I can supply some 'solution' to both of your questions. Gerry, the deck of
cards you picked up, was, what we call in Hungary the Magyar deck, or in
Germany the German deck!:-) It consist of four 'colors' and eight cards per
color, for a total of 32. All sorts of games exist for this set and I had to
inquire from my Hungarian friends to find out how we played the 'zsiros'!
(Have to be close to 50 years I haven't played it!!:-))

Basically the zsiros is a kids' game, but most adults remember it very well
... since on cold winter afternoons everybody played it for hours! Four
players can play it and after shuffling the cards four will be distributed to
each. The rest goes - face down - in the middle of the table. The ace and the
ten (Roman numerals represent the seven, eight, nine and ten. Then comes alsó
[lower], felsõ [upper], király [king] and ász [ace].), are the only cards
worth ten points each (zsiros [i.e. fat]), but the seven will take any card.
So total point win for the winner will be 80 - if he/she gets all the

One person starts by playing a card from his/her hand, face up. Everybody in
turn must play a card. Only a matching card will take the deck - or a seven
of course - and the cards go down in front of the winner on the table (if
everybody has an eight, and the starter played an eight the last eight played
will take it). If one does not have a matching card anything can be
discarded, but you can't take that round. And of course you hold on to your
zsiros cards to try to save them for yourself - or if there is a partnership
established (opposing player) - than for the partner.

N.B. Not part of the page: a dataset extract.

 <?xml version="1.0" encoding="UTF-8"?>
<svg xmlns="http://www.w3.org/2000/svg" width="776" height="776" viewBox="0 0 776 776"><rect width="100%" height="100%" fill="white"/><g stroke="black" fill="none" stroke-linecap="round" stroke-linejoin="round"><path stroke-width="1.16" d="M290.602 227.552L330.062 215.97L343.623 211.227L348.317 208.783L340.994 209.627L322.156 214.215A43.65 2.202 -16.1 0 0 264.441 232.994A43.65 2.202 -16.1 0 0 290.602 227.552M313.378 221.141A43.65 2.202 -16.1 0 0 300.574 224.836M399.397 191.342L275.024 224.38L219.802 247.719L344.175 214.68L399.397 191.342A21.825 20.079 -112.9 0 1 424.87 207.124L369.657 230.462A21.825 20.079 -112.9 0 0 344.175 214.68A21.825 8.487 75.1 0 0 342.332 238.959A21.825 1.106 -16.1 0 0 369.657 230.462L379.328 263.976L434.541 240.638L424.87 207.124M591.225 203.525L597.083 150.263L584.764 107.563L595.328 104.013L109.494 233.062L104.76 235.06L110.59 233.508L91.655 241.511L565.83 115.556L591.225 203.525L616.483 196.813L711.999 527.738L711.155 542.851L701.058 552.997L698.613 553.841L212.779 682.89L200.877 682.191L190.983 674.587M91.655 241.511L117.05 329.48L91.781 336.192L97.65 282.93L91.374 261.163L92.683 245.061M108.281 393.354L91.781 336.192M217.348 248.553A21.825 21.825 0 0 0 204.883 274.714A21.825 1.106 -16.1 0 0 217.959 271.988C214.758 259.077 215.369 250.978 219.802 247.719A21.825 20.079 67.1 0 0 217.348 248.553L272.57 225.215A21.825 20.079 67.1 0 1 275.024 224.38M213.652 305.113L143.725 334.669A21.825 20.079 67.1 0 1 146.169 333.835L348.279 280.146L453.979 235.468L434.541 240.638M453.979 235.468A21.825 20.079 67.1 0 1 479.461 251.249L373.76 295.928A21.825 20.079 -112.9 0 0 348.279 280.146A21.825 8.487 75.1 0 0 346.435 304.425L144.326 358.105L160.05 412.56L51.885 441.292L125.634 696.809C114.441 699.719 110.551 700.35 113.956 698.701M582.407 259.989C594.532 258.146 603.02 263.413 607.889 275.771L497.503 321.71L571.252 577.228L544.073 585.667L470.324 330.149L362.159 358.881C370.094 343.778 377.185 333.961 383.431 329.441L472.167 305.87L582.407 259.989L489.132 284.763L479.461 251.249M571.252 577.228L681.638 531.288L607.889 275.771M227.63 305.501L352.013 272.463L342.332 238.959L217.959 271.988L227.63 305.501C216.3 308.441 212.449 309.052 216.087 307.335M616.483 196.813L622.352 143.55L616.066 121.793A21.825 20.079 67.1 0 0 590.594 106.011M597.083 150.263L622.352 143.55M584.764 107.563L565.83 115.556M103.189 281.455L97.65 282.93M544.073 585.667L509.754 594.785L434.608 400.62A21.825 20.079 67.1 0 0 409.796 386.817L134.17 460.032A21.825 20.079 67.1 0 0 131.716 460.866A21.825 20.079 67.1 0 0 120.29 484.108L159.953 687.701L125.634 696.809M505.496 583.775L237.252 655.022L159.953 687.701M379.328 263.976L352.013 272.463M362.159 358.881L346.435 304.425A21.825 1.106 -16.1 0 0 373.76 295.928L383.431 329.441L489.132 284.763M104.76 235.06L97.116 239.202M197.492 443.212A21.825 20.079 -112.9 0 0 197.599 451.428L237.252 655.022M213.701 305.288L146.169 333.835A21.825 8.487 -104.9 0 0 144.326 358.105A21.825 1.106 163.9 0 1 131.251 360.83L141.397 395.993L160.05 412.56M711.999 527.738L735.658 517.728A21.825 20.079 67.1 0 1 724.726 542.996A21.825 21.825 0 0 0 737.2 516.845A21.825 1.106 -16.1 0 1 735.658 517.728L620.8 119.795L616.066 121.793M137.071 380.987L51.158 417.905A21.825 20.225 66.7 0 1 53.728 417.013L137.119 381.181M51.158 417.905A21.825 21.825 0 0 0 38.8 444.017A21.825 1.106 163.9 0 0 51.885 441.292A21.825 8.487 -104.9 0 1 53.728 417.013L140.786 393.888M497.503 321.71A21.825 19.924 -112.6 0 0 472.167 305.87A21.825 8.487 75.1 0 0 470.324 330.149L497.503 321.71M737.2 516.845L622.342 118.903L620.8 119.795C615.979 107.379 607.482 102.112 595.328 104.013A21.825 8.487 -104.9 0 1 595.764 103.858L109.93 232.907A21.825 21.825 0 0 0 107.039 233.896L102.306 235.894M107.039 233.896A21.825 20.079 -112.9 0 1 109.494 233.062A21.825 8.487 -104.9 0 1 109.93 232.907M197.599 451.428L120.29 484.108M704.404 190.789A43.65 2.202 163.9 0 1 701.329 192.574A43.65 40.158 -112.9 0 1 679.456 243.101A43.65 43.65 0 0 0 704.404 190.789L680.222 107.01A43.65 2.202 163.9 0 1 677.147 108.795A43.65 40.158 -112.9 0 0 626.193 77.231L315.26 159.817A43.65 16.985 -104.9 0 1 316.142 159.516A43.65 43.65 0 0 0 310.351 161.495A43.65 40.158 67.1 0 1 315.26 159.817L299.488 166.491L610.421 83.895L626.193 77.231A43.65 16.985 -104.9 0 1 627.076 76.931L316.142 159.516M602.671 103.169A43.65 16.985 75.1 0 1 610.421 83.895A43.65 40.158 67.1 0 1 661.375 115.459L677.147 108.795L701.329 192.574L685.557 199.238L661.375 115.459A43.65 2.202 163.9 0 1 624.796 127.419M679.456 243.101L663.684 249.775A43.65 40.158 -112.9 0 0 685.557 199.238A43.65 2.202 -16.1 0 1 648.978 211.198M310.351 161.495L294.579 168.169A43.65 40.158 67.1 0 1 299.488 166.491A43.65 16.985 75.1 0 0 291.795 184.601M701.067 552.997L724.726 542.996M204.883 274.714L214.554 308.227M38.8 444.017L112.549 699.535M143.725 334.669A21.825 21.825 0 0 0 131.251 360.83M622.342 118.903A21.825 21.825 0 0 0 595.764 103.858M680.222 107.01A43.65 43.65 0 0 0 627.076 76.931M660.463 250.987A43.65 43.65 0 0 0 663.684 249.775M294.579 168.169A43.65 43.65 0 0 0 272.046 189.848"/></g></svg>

After each round everybody draws a card from the middle deck, and plays
another round - until all the cards have been played. Each person counts up
the points won from the rounds and the winner will be the one with the most

As I said: does not take a rocket scientist to play this game; not much
strategy involved, but provides a lot of fun. You can put money on the points
or play it for 'bunkó', i.e. just plain fun by putting a big black circle by
the loser's name. Joe, Equinunk, PA - USA

(Ed. Note: Anna Kresh found a web site which covers card games. She also
forwarded the rules for he Hungarian game Zsírozás. Contact her if you wish
to receive a copy.)


The Ellis Island immigration & naturalization ship records available from <
ellisislandrecords.com> are becoming easier to access, but difficult during
peak hours. I started at 2:00 PM one morning with much success. Fritz
Königshofer says "that is not a "Christian" hour to be working!" and he plans
to wait until the traffic dies down. I couldn't wait and I've found all but
one immigrant ancestor and this is probably due to a phonetic spelling. My
previous suggestion to try all possible spellings is a must. My umlauted
names (Mühl) were entered as Muhl. Other members tell me of erroneous
spellings under which they found records.

Most village names are spelled phonetically-don't be misled. I found second
class passengers listed in the ship's manifest. Last issue I said they
weren't included. Now I must track those other people with family names who I
don't recognize. Just who were all these other Bergholds and Sorgers?